手撕Spark之WordCount RDD執行流程
寫在前面
一個Spark程序在初始化的時候會構造DAGScheduler、TaskSchedulerImpl、MapOutTrackerMaster等對象,DAGScheduler主要負責生成DAG、啓動Job、提交Stage等操作,TaskSchedulerImpl主要負責Task Set的添加調度等,MapOutTrackerMaster主要負責數據的Shuffle等,這裏不再贅述。
注意幾個概念:
- Application //一個Spark程序會有一個Application,也就擁有了唯一的一個applicationId
- Job //調用Action 算子 觸發runJob,觸發一次runJob就會產生一個Job
- Stage //遇到一次寬依賴就會生成一個Stage
- Task //Spark程序運行的最小單元
注:一個Spark程序會有1個Application,會有1~N 個Job,會有1~N 個Stage,會有1~N 個Task
1 Application = [1 ~ N ] Job
1 Job = [ 1 ~ N ] Stage
1 Stage = [ 1 ~ N ] Task
軟件環境
- Spark:2.3.0
代碼
寫一個簡單的WordCount計算代碼
data.txt
hello world
hello java
hello scala
hello hadoop
hello spark
WCAnalyzer.scala
//設置日誌輸出級別,便於觀察日誌
Logger.getLogger("org.apache").setLevel(Level.ALL)
//創建sc
val sc = new SparkContext(new SparkConf().setMaster("local[1]")
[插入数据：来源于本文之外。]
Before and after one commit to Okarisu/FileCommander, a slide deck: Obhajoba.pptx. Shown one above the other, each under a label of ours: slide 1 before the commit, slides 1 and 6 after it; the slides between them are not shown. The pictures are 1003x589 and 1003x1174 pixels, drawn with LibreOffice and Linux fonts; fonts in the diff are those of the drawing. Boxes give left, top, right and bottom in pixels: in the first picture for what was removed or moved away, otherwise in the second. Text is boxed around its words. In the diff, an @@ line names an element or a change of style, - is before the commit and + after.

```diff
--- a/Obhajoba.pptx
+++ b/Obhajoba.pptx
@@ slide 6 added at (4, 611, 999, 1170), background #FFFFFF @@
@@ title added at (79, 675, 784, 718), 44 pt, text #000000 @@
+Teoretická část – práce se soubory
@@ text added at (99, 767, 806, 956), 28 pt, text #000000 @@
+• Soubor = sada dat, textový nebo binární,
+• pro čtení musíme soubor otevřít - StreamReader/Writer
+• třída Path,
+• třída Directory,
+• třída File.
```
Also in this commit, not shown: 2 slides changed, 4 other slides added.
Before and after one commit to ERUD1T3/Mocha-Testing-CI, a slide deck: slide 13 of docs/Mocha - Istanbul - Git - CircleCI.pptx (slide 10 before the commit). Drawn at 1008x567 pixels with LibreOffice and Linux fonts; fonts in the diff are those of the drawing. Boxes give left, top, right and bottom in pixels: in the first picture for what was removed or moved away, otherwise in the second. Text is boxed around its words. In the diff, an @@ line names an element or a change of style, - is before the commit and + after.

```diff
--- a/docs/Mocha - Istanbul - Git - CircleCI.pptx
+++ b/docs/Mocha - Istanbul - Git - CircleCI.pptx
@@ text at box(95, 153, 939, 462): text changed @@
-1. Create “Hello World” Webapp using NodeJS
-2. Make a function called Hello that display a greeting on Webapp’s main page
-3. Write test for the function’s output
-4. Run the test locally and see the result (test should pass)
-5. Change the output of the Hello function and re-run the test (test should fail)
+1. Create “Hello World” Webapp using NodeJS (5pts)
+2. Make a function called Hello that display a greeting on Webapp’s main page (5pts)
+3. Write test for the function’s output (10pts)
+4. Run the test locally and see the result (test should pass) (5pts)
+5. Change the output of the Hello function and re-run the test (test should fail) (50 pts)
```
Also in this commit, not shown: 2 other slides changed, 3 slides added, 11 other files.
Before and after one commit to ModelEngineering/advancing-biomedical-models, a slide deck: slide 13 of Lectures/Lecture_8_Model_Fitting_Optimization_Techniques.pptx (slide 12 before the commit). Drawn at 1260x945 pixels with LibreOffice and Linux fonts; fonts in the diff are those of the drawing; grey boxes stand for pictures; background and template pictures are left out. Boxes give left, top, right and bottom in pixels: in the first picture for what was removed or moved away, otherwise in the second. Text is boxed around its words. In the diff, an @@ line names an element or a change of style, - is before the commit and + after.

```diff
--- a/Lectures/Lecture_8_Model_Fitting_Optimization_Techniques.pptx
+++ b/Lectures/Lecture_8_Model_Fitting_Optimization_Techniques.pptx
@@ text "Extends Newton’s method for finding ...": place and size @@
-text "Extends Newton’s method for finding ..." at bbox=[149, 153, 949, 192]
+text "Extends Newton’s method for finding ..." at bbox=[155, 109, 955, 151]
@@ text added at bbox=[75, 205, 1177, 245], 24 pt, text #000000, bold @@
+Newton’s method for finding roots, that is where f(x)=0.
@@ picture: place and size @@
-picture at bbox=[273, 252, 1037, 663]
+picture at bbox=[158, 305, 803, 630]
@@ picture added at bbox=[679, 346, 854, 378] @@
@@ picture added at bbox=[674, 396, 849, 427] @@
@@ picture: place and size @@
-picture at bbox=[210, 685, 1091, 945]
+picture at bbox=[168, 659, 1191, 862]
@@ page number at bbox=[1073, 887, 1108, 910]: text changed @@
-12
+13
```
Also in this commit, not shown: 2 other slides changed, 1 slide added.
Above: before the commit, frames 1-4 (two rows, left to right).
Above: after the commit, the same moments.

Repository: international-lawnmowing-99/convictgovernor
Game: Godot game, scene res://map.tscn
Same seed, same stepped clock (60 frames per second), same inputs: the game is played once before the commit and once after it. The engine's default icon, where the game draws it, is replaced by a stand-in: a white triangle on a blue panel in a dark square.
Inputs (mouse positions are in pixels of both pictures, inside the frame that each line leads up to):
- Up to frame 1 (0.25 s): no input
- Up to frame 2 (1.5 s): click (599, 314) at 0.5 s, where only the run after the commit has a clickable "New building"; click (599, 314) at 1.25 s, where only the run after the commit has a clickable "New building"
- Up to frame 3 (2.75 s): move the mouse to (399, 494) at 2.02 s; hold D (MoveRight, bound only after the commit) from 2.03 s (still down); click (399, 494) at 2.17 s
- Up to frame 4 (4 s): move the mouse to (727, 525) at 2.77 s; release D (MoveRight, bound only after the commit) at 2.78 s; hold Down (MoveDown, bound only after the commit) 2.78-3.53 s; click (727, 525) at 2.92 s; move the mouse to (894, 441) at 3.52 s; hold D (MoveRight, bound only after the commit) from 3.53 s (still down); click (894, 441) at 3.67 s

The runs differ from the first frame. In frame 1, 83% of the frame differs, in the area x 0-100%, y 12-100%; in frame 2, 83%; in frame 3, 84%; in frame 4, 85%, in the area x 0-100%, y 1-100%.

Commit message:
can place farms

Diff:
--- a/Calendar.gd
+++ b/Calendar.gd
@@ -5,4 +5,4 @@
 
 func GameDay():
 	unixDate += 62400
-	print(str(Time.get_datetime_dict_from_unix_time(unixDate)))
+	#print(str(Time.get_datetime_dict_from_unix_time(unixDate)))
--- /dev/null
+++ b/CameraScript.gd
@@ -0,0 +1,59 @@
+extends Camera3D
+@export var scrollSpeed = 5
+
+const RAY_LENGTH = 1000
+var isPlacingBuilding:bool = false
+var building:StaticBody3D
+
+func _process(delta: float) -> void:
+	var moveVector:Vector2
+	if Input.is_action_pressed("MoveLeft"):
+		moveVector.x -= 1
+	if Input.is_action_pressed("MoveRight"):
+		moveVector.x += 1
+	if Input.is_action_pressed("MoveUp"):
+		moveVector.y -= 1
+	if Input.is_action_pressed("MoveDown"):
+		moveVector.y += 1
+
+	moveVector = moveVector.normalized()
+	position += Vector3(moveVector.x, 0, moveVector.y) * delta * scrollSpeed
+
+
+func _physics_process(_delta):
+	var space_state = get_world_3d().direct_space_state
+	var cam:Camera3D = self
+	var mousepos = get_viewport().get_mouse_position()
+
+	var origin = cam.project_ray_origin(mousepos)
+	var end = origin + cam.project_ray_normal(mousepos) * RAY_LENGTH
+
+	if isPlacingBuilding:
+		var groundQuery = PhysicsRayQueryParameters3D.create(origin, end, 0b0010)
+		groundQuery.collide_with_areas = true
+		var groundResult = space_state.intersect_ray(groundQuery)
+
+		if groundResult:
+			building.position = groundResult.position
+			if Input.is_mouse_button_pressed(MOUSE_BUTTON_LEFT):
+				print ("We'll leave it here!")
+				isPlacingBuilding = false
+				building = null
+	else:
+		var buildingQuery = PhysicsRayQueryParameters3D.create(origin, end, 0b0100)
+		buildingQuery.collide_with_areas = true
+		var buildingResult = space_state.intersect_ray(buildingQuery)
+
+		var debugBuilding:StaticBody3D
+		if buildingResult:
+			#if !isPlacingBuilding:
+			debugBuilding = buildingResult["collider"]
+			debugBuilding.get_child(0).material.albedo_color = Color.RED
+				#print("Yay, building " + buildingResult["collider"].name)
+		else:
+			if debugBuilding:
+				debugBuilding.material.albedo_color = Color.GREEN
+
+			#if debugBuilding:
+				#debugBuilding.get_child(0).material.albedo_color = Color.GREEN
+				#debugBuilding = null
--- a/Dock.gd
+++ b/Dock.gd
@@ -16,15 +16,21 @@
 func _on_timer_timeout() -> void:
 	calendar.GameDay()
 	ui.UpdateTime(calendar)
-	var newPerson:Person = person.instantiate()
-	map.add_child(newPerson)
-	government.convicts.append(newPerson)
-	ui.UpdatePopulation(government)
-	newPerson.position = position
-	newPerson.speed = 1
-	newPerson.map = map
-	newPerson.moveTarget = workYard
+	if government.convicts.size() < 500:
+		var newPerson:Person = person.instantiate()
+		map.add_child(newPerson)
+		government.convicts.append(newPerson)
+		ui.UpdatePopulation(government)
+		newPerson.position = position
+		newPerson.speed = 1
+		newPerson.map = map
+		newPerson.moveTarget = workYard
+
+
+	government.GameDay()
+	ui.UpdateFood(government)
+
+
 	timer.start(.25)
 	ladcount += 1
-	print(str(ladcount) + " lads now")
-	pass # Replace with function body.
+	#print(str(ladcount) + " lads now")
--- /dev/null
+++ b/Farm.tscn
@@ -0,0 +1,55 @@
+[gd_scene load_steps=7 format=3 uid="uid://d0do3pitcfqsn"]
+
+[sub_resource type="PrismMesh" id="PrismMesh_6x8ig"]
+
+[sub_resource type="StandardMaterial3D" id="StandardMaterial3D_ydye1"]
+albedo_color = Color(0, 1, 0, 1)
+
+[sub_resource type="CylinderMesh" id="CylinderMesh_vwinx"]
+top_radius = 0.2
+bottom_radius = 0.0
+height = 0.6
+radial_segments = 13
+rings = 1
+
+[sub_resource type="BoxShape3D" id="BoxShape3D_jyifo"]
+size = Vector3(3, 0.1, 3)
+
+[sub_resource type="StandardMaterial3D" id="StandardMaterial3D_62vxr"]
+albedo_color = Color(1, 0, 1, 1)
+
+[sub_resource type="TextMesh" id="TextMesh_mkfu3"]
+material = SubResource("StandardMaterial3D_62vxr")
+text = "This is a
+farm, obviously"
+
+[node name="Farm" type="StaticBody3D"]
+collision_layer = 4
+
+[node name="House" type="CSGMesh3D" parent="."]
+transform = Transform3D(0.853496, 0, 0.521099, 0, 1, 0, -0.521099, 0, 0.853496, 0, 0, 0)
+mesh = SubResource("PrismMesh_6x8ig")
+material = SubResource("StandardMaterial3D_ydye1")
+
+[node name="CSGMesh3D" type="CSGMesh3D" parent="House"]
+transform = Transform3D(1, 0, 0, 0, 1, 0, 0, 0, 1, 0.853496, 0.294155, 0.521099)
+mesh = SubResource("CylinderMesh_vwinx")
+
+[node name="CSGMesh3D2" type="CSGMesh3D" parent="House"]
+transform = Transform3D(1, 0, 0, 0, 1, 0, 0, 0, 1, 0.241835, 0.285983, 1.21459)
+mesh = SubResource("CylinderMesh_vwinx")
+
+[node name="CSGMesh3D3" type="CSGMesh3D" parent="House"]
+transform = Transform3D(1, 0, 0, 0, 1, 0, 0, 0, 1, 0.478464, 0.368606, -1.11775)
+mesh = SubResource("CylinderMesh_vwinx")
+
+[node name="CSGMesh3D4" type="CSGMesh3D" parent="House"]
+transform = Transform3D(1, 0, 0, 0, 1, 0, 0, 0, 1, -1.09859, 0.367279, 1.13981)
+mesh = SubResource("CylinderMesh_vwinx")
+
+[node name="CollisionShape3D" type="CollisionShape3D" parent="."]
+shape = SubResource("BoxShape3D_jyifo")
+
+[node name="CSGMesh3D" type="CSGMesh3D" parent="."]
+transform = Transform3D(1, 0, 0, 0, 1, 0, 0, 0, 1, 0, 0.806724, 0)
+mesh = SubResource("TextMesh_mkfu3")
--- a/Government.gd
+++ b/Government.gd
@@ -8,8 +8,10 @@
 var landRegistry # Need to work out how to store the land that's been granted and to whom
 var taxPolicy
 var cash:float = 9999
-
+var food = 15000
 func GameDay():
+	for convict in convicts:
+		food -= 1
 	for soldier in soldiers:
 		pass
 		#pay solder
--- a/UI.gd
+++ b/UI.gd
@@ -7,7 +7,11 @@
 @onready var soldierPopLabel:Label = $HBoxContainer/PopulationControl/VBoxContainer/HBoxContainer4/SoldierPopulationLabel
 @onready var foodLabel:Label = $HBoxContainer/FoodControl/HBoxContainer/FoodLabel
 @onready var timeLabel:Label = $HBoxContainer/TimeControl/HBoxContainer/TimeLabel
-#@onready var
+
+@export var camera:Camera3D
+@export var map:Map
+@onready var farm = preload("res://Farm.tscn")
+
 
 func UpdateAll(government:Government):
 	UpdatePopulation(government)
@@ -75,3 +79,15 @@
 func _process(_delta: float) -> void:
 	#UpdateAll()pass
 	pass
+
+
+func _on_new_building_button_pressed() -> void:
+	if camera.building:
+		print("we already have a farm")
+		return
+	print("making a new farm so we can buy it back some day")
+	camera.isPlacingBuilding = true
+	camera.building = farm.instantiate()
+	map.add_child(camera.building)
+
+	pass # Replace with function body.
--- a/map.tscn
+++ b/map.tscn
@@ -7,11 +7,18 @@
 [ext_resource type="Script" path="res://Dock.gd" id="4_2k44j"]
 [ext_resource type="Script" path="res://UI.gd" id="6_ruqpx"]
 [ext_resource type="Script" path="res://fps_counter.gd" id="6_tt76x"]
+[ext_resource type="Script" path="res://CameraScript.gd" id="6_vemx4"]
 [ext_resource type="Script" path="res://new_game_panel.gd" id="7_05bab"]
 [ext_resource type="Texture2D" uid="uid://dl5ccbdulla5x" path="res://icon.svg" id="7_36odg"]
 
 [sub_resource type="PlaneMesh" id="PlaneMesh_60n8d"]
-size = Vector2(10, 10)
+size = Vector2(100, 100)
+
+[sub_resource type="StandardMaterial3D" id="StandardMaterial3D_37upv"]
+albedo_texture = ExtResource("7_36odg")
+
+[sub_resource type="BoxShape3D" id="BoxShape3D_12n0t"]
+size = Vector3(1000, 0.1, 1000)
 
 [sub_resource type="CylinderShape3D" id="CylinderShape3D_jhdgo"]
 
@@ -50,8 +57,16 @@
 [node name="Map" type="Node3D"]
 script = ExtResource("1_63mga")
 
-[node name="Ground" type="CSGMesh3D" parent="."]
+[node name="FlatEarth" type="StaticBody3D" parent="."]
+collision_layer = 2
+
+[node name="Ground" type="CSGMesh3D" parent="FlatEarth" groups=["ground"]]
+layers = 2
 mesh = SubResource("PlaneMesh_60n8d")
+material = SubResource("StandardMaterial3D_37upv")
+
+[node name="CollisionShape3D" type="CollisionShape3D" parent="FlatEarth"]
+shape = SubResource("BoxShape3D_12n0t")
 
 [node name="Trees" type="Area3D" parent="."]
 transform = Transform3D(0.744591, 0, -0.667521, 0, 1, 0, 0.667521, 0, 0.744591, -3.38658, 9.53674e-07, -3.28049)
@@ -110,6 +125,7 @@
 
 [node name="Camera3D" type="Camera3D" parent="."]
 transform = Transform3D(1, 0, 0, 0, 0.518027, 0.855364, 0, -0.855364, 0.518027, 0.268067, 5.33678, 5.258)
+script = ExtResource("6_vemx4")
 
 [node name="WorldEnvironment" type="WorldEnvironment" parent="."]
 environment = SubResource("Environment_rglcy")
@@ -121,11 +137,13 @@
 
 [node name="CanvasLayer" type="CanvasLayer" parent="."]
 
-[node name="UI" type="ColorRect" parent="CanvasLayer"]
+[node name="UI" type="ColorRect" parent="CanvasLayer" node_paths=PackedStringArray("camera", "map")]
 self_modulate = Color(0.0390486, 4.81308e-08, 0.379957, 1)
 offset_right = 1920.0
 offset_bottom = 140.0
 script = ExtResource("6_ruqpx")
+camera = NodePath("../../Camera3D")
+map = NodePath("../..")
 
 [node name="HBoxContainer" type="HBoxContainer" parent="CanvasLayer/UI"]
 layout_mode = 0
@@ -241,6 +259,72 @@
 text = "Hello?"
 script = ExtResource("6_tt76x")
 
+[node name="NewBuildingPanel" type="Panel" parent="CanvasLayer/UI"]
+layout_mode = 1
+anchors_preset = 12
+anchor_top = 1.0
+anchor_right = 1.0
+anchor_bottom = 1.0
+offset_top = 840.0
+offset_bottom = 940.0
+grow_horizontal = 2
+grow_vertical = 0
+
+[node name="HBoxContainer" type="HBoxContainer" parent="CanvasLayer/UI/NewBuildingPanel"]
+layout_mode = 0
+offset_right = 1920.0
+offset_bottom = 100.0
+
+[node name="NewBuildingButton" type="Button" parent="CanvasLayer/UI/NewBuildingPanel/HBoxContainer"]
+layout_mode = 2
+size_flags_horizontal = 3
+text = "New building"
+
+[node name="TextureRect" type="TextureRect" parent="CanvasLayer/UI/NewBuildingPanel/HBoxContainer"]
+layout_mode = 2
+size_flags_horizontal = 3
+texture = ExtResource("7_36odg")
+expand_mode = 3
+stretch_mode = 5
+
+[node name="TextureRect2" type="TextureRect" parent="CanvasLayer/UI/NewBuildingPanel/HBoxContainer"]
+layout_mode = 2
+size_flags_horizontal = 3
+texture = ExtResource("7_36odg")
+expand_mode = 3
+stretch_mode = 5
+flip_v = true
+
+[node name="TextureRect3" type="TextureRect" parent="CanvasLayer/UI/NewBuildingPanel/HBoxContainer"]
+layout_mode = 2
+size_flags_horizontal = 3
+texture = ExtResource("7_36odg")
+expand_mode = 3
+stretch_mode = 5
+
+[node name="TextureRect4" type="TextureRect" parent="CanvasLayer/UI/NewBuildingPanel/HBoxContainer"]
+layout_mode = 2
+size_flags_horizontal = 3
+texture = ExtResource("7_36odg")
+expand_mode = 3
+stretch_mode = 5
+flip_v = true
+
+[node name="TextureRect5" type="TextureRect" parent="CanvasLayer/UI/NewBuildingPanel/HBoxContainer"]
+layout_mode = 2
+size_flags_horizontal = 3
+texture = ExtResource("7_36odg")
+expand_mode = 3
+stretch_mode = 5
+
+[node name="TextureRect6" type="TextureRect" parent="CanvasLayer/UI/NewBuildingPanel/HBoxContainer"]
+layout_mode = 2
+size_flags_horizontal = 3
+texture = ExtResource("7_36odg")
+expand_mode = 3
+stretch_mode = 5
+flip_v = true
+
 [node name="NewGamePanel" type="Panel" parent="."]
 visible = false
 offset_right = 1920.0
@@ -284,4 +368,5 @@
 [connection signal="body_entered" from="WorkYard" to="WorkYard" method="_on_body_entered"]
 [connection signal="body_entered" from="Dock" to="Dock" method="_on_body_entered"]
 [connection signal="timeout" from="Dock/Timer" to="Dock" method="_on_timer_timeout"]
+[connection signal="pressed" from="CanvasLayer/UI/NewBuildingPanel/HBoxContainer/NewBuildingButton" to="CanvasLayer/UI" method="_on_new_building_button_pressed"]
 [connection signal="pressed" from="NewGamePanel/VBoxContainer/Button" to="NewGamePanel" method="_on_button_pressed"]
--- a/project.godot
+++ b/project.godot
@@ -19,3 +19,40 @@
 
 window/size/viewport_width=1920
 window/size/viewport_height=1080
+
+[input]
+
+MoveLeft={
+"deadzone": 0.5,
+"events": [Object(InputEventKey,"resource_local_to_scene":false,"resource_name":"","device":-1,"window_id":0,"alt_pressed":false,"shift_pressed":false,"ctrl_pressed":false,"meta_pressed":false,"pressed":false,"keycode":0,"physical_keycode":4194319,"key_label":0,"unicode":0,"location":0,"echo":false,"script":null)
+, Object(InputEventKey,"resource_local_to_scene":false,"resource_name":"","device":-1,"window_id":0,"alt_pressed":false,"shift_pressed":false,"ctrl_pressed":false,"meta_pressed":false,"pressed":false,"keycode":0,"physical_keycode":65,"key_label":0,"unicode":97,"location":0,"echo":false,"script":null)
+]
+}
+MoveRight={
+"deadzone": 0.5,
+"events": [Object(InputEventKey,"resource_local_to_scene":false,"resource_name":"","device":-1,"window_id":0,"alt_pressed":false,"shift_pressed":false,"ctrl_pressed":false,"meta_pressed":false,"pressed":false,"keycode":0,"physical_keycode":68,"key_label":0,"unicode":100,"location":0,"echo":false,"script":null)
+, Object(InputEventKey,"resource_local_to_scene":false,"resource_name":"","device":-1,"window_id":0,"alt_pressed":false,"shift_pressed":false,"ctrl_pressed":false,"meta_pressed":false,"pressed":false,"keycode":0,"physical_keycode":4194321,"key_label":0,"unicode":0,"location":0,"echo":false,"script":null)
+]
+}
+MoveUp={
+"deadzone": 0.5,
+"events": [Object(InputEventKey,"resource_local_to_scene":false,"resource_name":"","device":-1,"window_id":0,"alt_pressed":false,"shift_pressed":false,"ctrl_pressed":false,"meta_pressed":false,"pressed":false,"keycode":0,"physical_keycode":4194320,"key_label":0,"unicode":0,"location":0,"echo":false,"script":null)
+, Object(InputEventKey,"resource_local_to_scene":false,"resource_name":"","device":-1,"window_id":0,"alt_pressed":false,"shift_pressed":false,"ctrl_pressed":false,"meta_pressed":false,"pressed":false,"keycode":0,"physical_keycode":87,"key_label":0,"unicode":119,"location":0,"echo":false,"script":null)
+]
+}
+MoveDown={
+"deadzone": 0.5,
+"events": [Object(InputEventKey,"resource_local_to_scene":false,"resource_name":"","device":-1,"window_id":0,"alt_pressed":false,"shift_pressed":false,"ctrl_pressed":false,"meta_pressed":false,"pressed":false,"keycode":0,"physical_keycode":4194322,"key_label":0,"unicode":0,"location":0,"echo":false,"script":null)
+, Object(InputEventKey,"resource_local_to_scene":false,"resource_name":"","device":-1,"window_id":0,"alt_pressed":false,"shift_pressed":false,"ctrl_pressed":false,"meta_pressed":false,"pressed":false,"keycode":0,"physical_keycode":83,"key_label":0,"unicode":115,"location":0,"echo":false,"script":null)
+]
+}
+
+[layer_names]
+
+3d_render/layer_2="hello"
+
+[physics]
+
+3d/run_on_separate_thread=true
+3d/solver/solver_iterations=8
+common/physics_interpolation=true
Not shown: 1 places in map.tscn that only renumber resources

.setAppName("WCAnalyzer"))
//從文件讀取數據
sc.textFile("data/data.txt", 1)
//將數據按照空格進行切分(切分出單個單詞)
.flatMap(_.split(" "))
//將每個單詞和1組成一個Tuple
.map((_, 1))
//按照相同的單詞進行聚合
.reduceByKey(_ + _)
//將聚合後的結果將(key,value)數據進行倒置 轉換成(value,key)便於排序
.map(v => (v._2, v._1))
//按照聚合後的單詞數量進行降序排序
.sortByKey(false)
//將排序後的數據進行倒置
.map(v => (v._2, v._1))
//將數據收集到driver
.collect()
//輸出數據
.foreach(println)
//關閉sc
sc.stop()
}
過程分析
本代碼只會生成一個Job,3個Stage,8個RDD。
-
劃分Stage
Stage的劃分要從後向前,每遇到一次寬依賴就劃分一個Stage,因此這個簡單的WC代碼可以分爲3個Stage,分別是由textFile、flatMap、map算子組成的第一個Stage 0;由reduceByKey、map算子組成的Stage 1;由sortByKey、map算子組成的Stage 2。
-
RDD的生成
textFile(HadoopRDD [0] ,MapPartitionsRDD [1] ) //[ ] 內爲該rdd的序號
flatMap(MapPartitionsRDD [2] )
map(MapPartitionsRDD [3] )
reduceByKey(ShuffledRDD [4] )
map(MapPartitionsRDD [5] )
sortByKey(ShuffledRDD [6] )
map (MapPartitionsRDD [7] )
-
日誌分析
-
org.apache.spark.SparkContext - Starting job: collect at WCAnalyzer.scala:34
由collect算子觸發runJob 啓動一個Job,代碼中的
foreach(println)
其中foreach
並不是RDD中的算子,因此不會觸發runJob,也就不會生成一個Job -
org.apache.spark.scheduler.DAGScheduler - Got job 0 (collect at WCAnalyzer.scala:34) with 1 output partitions
生成一個Job 0 ,這個Job是由collect算子生成,在代碼第34行,有一個分區
-
org.apache.spark.scheduler.DAGScheduler - Final stage: ResultStage 2 (collect at WCAnalyzer.scala:34) org.apache.spark.scheduler.DAGScheduler - Parents of final stage: List(ShuffleMapStage 1) org.apache.spark.scheduler.DAGScheduler - Missing parents: List(ShuffleMapStage 1) org.apache.spark.scheduler.DAGScheduler - submitStage(ResultStage 2) org.apache.spark.scheduler.DAGScheduler - missing: List(ShuffleMapStage 1) org.apache.spark.scheduler.DAGScheduler - submitStage(ShuffleMapStage 1) org.apache.spark.scheduler.DAGScheduler - missing: List(ShuffleMapStage 0) org.apache.spark.scheduler.DAGScheduler - submitStage(ShuffleMapStage 0) org.apache.spark.scheduler.DAGScheduler - missing: List()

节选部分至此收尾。